To demonstrate the technique, the researchers first prepared a mock-up of a historical paint layer, a purple made by mixing ultramarine blue (used by medieval and Renaissance painters, when they could afford it) with a modern dye-based red that is chemically similar to a plant dye called madder that artists would have used in the past.

How the new, 'pump-probe' imaging stacks up against traditional, 'bright-field' microscopy: both techniques reveal when paint pigments are layered or mixed (click to enlarge). Credit: REF. 1

The method produced cross-sections that matched those obtained using conventional microscopy methods. It clearly showed the distinction between a purple made by mixing pigments and one in which the red is laid in a thin, translucent glaze over a separate layer of blue — a common technique in medieval and Renaissance art.

The researchers then went on to study a real old painting, the fourteenth-century The Crucifixion by Italian artist Puccio Capanna, which is kept at the NCMA. In an area of the painting depicting a purple robe, the team was able to see layers of ultramarine (under a faded red glaze), iron oxide, ultrathin gold leaf and an iron mineral used as a 'mordant' to stick the gold leaf to the wooden board. All the findings matched up with a tiny physical cross-section removed to validate the results.

“The current practice is to take as few samples as you can get away with,” says Brown. “The ability to take multiple non-destructive ‘samples’ anywhere on the painting is a tremendous advantage.”

What is more, says Warren, because the method can scan large areas, it can reveal differences in brushstroke thickness, which might distinguish “features put in place by a master artist from those done by students and apprentices”.

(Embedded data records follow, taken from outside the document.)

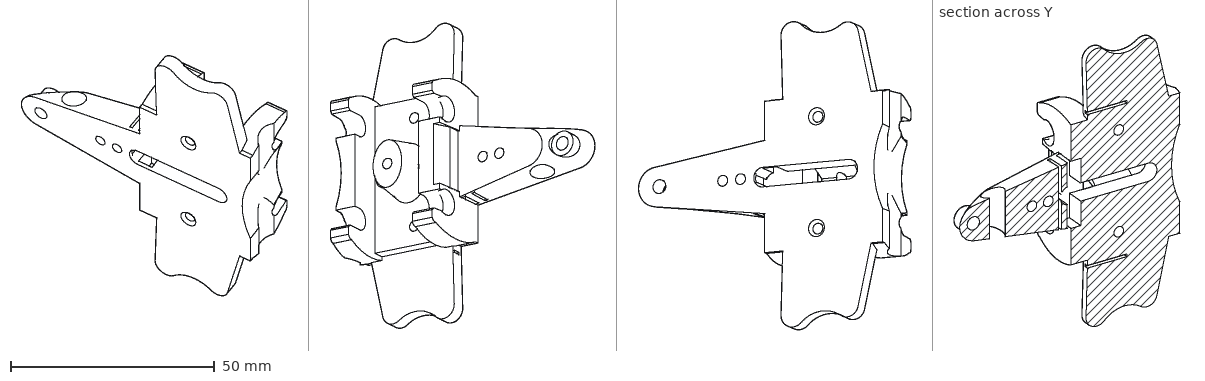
import cadquery as cq
import math

OVERSHOOT = 3.8

body_front = 28.4
body_rear = 60.3
body_half_width = 18.9
hub_height = 7.1

tail_height = 8.0
nose_radius = 4.95
nose_x = -0.7
tail_root_half_width = 9.15
root_overlap = 0.8
nose_slope = [(0, 0), (1.4, 0.8), (2.7, 2.2), (4.2, 4.1), (5.95, 6.7), (7.2, 8.55), (tail_height, 10.2)]
boss_diameter = 6.25
boss_height = 6.0
pin_hole_diameter = 3.4
cross_hole_diameter = 6.0
cross_hole_x = 7.0
cross_hole_y = 4.1
tail_slit = (24.9, 25.65)
tail_channel = (27.5, 31.3)
slit_bottom = 1.1

wing_thickness = 3.9
wing_tip = 38.2
wing_root_front = 33.3
wing_root_rear = 57.2
front_lobe_radius = 3.2
front_lobe_x = 36.0
rear_lobe_radius = 3.05
rear_lobe_x = 50.7
rear_lobe_z = 33.8
lobe_hollow_radius = 8.4
wing_slit_z = 21.1
wing_slit_height = 0.6
wing_slit_top = 3.1
wing_slit_depth = 11.45

hook_height = 19.0
hook_front_rear = 35.35
hook_rear_front = 53.9
hook_face_lean = 1.15
hook_face_lean_middle = 0.3
hook_crown = 20.5
hook_crown_y = 8.5
hook_foot_y = 1.15
tip_corner = 0.6
tip_outer_z = 17.4
tip_round_start = (17.6, 18.4)
tip_round_middle = (18.6, 18.0)
lip_height = 16.1
notch_y = 14.05
notch_z = 12.05
notch_radius = 2.75
flare_face = 28.6
flare_radius = 3.35
flare_offset = 0.6
flare_depth = 2.7
web_half_width = 7.9
web_face = 29.1
web_bevel_y = 11.75
web_bevel_x = 31.1

scallop_depth = 2.4
scallop_half_chord = 10.6
groove_floor_x = 58.4
groove_y = 8.0
groove_radius = 5.3

post_hole_x = 44.5
post_base = (38.5, 49.8)
post_top = (40.3, 48.6)
post_half_width = 7.6
post_top_half_width = 6.1
post_groove_rise = 3.05
post_groove_flat = 0.9

slot_front = 25.5
slot_rear = 53.5
slot_width = 4.9
screw_hole_diameter = 2.7
screw_sink_diameter = 4.3
screw_x = 42.45
screw_z = 14.0
tail_hole_xs = (17.1, 21.9)


def box(x0, x1, y0, y1, z0, z1):
    return cq.Workplane("XY").box(x1 - x0, y1 - y0, z1 - z0, centered=False).translate((x0, y0, z0))


def cylinder(x, z, diameter, y0, y1):
    """Round bar along Y."""
    return cq.Workplane("XZ", origin=(x, y0, z)).circle(diameter / 2).extrude(y0 - y1)


def mirrored(shape):
    return shape.union(shape.mirror("XY"))


def tail_section(height, shift):
    """Outline of the tail at one height: a round nose with straight sides to the body."""
    centre = nose_x + shift
    length = body_front - centre
    reach = math.hypot(length, tail_root_half_width)
    angle = math.atan2(tail_root_half_width, length) + math.acos(nose_radius / reach)
    tangent_x = centre + nose_radius * math.cos(angle)
    tangent_z = nose_radius * math.sin(angle)
    outline = (
        cq.Workplane("XZ", origin=(0, height, 0))
        .moveTo(body_front + root_overlap, tail_root_half_width)
        .lineTo(body_front, tail_root_half_width)
        .lineTo(tangent_x, tangent_z)
        .threePointArc((centre - nose_radius, 0), (tangent_x, -tangent_z))
        .lineTo(body_front, -tail_root_half_width)
        .lineTo(body_front + root_overlap, -tail_root_half_width)
        .close()
    )
    return outline.val()


def make_tail():
    sections = [tail_section(height, shift) for height, shift in nose_slope]
    tail = cq.Workplane(cq.Solid.makeLoft(sections))
    return tail.union(cylinder(0, 0, boss_diameter, 0, boss_height))


def cut_tail(part):
    part = part.cut(cylinder(0, 0, boss_diameter, boss_height, tail_height + OVERSHOOT))
    part = part.cut(cylinder(0, 0, pin_hole_diameter, -OVERSHOOT, tail_height))
    cross_hole = cq.Workplane("XY").center(cross_hole_x, cross_hole_y).circle(cross_hole_diameter / 2)
    return part.cut(cross_hole.extrude(tail_root_half_width, both=True))


def make_wing():
    front_lobe_z = wing_tip - front_lobe_radius
    dx = rear_lobe_x - front_lobe_x
    dz = rear_lobe_z - front_lobe_z
    spacing = math.hypot(dx, dz)
    to_front = lobe_hollow_radius + front_lobe_radius
    to_rear = lobe_hollow_radius + rear_lobe_radius
    along = (spacing**2 + to_front**2 - to_rear**2) / (2 * spacing)
    across = math.sqrt(to_front**2 - along**2)
    hollow_x = front_lobe_x + (along * dx - across * dz) / spacing
    hollow_z = front_lobe_z + (along * dz + across * dx) / spacing
    front_share = front_lobe_radius / to_front
    rear_share = rear_lobe_radius / to_rear
    front_touch = (
        front_lobe_x + front_share * (hollow_x - front_lobe_x),
        front_lobe_z + front_share * (hollow_z - front_lobe_z),
    )
    rear_touch = (
        rear_lobe_x + rear_share * (hollow_x - rear_lobe_x),
        rear_lobe_z + rear_share * (hollow_z - rear_lobe_z),
    )
    root_dx = wing_root_rear - rear_lobe_x
    root_dz = body_half_width - rear_lobe_z
    edge_angle = math.atan2(root_dz, root_dx) + math.acos(rear_lobe_radius / math.hypot(root_dx, root_dz))
    edge_touch = (
        rear_lobe_x + rear_lobe_radius * math.cos(edge_angle),
        rear_lobe_z + rear_lobe_radius * math.sin(edge_angle),
    )
    wing = (
        cq.Workplane("XZ")
        .moveTo(wing_root_front, 0)
        .lineTo(wing_root_front, body_half_width)
        .lineTo(front_lobe_x - front_lobe_radius, front_lobe_z)
        .threePointArc((front_lobe_x, wing_tip), front_touch)
        .threePointArc((hollow_x, hollow_z - lobe_hollow_radius), rear_touch)
        .threePointArc((rear_lobe_x, rear_lobe_z + rear_lobe_radius), edge_touch)
        .lineTo(wing_root_rear, body_half_width)
        .lineTo(wing_root_rear, 0)
        .close()
        .extrude(-wing_thickness)
    )
    slit = box(
        body_front, wing_root_front + wing_slit_depth, slit_bottom, wing_slit_top,
        wing_slit_z - wing_slit_height / 2, wing_slit_z + wing_slit_height / 2,
    )
    return wing.cut(slit)


def hook_plate(x0, x1):
    """Pair of hooks joined at the middle, as one plate between two X positions."""
    half = (
        cq.Workplane("YZ", origin=(x0, 0, 0))
        .moveTo(0, 0)
        .lineTo(0, body_half_width)
        .lineTo(hook_foot_y, body_half_width)
        .threePointArc((hook_crown_y, hook_crown), tip_round_start)
        .threePointArc(tip_round_middle, (hook_height, tip_outer_z))
        .lineTo(hook_height, notch_z + notch_radius + tip_corner)
        .lineTo(hook_height - tip_corner, notch_z + notch_radius)
        .lineTo(notch_y, notch_z + notch_radius)
        .threePointArc((notch_y - notch_radius, notch_z), (notch_y, notch_z - notch_radius))
        .lineTo(lip_height, notch_z - notch_radius)
        .lineTo(lip_height, 0)
        .close()
        .extrude(x1 - x0)
    )
    return mirrored(half)


def notch_flare():
    """Off-centre conical mouth of a notch on the front hooks."""
    mouth_y = notch_y - flare_offset
    mouth = cq.Workplane("YZ", origin=(flare_face, mouth_y, notch_z)).circle(flare_radius).wire()
    throat_x = flare_face + flare_depth
    throat = cq.Workplane("YZ", origin=(throat_x, notch_y, notch_z)).circle(notch_radius).wire()
    return cq.Workplane(cq.Solid.makeLoft([mouth.val(), throat.val()], True))


def make_body():
    """Base block with front and rear hooks, between gently curved front and rear faces."""
    front_hooks = hook_plate(body_front, hook_front_rear).cut(mirrored(notch_flare()))
    web_recess = (
        cq.Workplane("XY", origin=(0, 0, -web_half_width))
        .moveTo(body_front, tail_height)
        .lineTo(web_face, tail_height)
        .lineTo(web_face, web_bevel_y)
        .lineTo(web_bevel_x, lip_height)
        .lineTo(body_front, lip_height)
        .close()
        .extrude(2 * web_half_width)
    )
    front_hooks = front_hooks.cut(web_recess)
    rear_hooks = hook_plate(hook_rear_front, body_rear)
    hub = box(hook_front_rear, hook_rear_front, 0, hub_height, -body_half_width, body_half_width)
    clear_width = hook_crown + OVERSHOOT
    side_profile = (
        cq.Workplane("XY", origin=(0, 0, -clear_width))
        .moveTo(body_front, 0)
        .lineTo(body_rear, 0)
        .threePointArc(
            (body_rear - hook_face_lean_middle, hook_height / 2),
            (body_rear - hook_face_lean, hook_height),
        )
        .lineTo(body_front + hook_face_lean, hook_height)
        .threePointArc((body_front + hook_face_lean_middle, hook_height / 2), (body_front, 0))
        .close()
        .extrude(2 * clear_width)
    )
    body = front_hooks.union(rear_hooks).union(hub).intersect(side_profile)
    groove = cq.Workplane("XY").center(groove_floor_x + groove_radius, groove_y).circle(groove_radius)
    return body.cut(groove.extrude(clear_width, both=True))


def make_post():
    """Tapered oval post over the slot, with a gabled groove underneath."""
    wires = []
    for (x0, x1), half_width, y in (
        (post_base, post_half_width, hub_height),
        (post_top, post_top_half_width, lip_height),
    ):
        oval = cq.Workplane("XZ", origin=((x0 + x1) / 2, y, 0)).ellipse((x1 - x0) / 2, half_width).wire()
        wires.append(oval.val())
    post = cq.Workplane(cq.Solid.makeLoft(wires, True))
    gable = (
        cq.Workplane("YZ", origin=(body_front, 0, 0))
        .polyline([
            (hub_height, -slot_width / 2),
            (hub_height, slot_width / 2),
            (hub_height + post_groove_rise, post_groove_flat / 2),
            (hub_height + post_groove_rise, -post_groove_flat / 2),
        ])
        .close()
        .extrude(body_rear - body_front)
    )
    return post.cut(gable).cut(cylinder(post_hole_x, 0, screw_hole_diameter, hub_height, hook_height))


def cut_face_openings(part):
    """Long slot with the cross slits that meet it, then the screw holes."""
    slot = (
        cq.Workplane("XZ", origin=((slot_front + slot_rear) / 2, 0, 0))
        .slot2D(slot_rear - slot_front, slot_width)
        .extrude(-hub_height)
    )
    for start, end in (tail_slit, tail_channel):
        slit = box(start, end, slit_bottom, hub_height, -tail_root_half_width, tail_root_half_width)
        slot = slot.union(slit)
    part = part.cut(slot)
    for x in tail_hole_xs:
        part = part.cut(cylinder(x, 0, screw_hole_diameter, -OVERSHOOT, tail_height + OVERSHOOT))
    sink_depth = (screw_sink_diameter - screw_hole_diameter) / 2
    for z in (-screw_z, screw_z):
        part = part.cut(cylinder(screw_x, z, screw_hole_diameter, -OVERSHOOT, hub_height + OVERSHOOT))
        sink = cq.Solid.makeCone(
            screw_sink_diameter / 2, screw_hole_diameter / 2, sink_depth,
            cq.Vector(screw_x, 0, z), cq.Vector(0, 1, 0),
        )
        part = part.cut(cq.Workplane(sink))
    return part


def cut_scallop(part):
    """Shallow round hollow in the rear edge."""
    radius = (scallop_half_chord**2 + scallop_depth**2) / (2 * scallop_depth)
    centre_x = body_rear - scallop_depth + radius
    return part.cut(cylinder(centre_x, 0, 2 * radius, -OVERSHOOT, hook_height + OVERSHOOT))


part = make_body().union(mirrored(make_wing()))
part = cut_scallop(part)
part = cut_tail(part.union(make_tail()))
part = cut_face_openings(part)
result = part.union(make_post())

The laser spectroscopy is not the only non-destructive approach for imaging cross-sections of paintings. X-rays can provide sub-surface imaging, for example, but Warren explains that a strong enough beam requires a synchrotron source, of which there are only a few, highly subscribed facilities in the world. 

“The preliminary results suggest it is a technique with great potential,” says art-conservation scientist Marika Spring of the National Gallery in London. But she cautions that whether it will have important limitations remains to be seen. “It will be interesting to see how generally applicable it proves, once a wider range of paintings have been tested.”